Is it really a good idea to tell a company how much profit it can make? A utility, OK. The government grants him a monopoly. But oil companies compete with each other. If we punish them, when do we start taxing drug companies’ windfall profits?
Newsom staff have met with Democratic lawmakers to agree on a plan. The employees have solicited ideas from legislators without much success. Lawmakers have listened but are uninspired, I’m told.
After all, it wasn’t her idea at all. It was dumped on her by Newsom.
“The governor did a good job of reaching the Senate. His staff are very dedicated,” said Senator Anthony Portantino (D-Burbank), chair of the Appropriations Committee that will eventually review the bill.
“But I don’t think the governor has landed yet. This wasn’t one of those things where the governor comes into the room and says, ‘Take it or leave it.’”
Chris Holden (D-Pasadena), Chair of the Assembly Appropriations Committee, says, “As far as the beating around the issue, it’s not there. At that point, no one was aware of it.”
It refers to the legislature. There’s a lot of talk in the oil industry. It runs an uncompromising opposition campaign, hires political advisers and runs television commercials.
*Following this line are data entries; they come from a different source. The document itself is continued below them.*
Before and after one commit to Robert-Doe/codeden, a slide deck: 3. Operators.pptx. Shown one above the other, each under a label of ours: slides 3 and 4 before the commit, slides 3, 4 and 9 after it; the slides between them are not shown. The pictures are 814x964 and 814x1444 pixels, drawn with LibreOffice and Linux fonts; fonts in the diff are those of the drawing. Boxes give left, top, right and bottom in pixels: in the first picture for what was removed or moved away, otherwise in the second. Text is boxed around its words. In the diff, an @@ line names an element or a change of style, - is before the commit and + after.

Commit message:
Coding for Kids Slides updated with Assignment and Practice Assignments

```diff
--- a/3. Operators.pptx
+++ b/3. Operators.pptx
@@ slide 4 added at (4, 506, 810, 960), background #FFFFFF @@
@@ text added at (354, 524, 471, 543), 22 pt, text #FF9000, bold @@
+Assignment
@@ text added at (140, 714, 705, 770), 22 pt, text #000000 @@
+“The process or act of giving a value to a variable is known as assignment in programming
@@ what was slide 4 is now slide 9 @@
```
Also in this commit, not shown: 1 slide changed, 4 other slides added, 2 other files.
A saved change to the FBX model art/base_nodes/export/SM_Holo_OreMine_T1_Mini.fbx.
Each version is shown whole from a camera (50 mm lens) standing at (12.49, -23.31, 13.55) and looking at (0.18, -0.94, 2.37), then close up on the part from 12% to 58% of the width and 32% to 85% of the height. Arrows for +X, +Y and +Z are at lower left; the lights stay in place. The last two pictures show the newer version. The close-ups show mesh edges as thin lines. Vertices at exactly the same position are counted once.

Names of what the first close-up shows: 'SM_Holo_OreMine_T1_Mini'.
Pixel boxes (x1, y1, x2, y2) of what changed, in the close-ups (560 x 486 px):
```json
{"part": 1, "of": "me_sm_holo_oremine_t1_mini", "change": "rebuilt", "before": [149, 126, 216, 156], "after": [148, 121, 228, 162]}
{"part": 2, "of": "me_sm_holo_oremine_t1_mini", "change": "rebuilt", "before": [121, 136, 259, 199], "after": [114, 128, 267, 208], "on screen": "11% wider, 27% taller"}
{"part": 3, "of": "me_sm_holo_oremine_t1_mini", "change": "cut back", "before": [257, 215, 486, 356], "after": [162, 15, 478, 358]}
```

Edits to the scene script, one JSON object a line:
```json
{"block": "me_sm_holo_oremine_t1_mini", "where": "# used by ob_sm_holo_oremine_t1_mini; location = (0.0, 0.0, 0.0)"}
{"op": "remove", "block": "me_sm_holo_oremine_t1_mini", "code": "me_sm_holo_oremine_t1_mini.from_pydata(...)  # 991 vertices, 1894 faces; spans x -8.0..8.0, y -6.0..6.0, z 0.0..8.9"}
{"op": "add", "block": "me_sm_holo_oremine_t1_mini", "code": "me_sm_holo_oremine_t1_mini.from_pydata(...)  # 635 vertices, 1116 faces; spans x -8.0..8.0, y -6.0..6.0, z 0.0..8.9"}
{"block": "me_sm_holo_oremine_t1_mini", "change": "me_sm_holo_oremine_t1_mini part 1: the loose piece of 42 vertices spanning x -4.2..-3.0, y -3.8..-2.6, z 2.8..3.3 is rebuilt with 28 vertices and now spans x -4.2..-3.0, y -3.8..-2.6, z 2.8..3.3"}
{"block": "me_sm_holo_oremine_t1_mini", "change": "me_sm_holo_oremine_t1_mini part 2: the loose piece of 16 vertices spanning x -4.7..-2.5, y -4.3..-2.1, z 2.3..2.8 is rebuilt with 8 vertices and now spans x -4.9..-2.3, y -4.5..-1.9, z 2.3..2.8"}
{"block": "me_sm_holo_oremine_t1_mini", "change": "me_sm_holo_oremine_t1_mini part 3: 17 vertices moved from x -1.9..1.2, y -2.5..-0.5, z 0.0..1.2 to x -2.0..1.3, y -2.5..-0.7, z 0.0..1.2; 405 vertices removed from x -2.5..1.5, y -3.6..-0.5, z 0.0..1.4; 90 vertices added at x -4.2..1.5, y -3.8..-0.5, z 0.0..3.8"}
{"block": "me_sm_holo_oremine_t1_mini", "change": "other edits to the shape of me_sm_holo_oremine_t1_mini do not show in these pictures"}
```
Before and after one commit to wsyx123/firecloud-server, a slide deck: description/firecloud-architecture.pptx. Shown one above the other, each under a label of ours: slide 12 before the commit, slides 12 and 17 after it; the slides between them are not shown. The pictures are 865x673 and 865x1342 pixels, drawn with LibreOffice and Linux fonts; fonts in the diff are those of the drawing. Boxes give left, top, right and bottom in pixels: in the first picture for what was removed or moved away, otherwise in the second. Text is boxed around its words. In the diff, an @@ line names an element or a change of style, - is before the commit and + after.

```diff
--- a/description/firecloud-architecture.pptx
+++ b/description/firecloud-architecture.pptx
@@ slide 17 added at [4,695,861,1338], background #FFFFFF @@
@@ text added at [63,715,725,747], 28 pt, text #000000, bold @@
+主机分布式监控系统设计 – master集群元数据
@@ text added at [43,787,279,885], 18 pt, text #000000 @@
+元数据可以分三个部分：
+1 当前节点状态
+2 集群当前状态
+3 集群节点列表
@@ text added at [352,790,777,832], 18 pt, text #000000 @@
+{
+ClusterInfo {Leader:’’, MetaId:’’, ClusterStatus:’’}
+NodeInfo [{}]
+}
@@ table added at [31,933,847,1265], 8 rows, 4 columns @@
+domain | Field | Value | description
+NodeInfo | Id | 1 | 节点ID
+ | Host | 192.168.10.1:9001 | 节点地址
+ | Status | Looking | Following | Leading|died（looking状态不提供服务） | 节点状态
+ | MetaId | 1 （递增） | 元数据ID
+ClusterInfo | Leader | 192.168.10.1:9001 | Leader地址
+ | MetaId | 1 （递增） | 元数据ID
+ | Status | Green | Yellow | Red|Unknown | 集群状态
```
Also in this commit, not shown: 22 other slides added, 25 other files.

Meanwhile, alongside the legislature and inevitable court cases, Newsom faces a new potential hurdle in its attempt to punish oil profiteers. It’s an anti-tax initiative that qualified for the 2024 vote last week.
If passed, the measure will require voter approval of any state tax increase enacted after January 1, 2022. This could include the penalty for refinery profits, depending on the court’s interpretation.
“The Windfall Profit Tax is a tax. We and everyone else in California know it’s a tax,” said Brooke Armor, executive vice president of the California Business Roundtable, a co-sponsor of the initiative.
“We believe that even a penalty for winnings will not stand up in court,” said Roundtable President Rob Lapsley.
Another measure qualified for the 2024 vote last week, affecting Newsom’s anti-oil war. The oil industry-backed referendum would overturn a 2022 state law banning new wells within 3,200 feet of homes, schools, parks and other public amenities.
“Big Oil knows California is going beyond fossil fuels, so on their way out these corporations are doing whatever it takes to squeeze profits while polluting our communities,” Newsom said in a prepared statement.
“We don’t stand for it… and it starts with passing our price cut penalty to prevent extreme gas price spikes.”
The governor promises that again and again. But he hasn’t figured out how to deliver.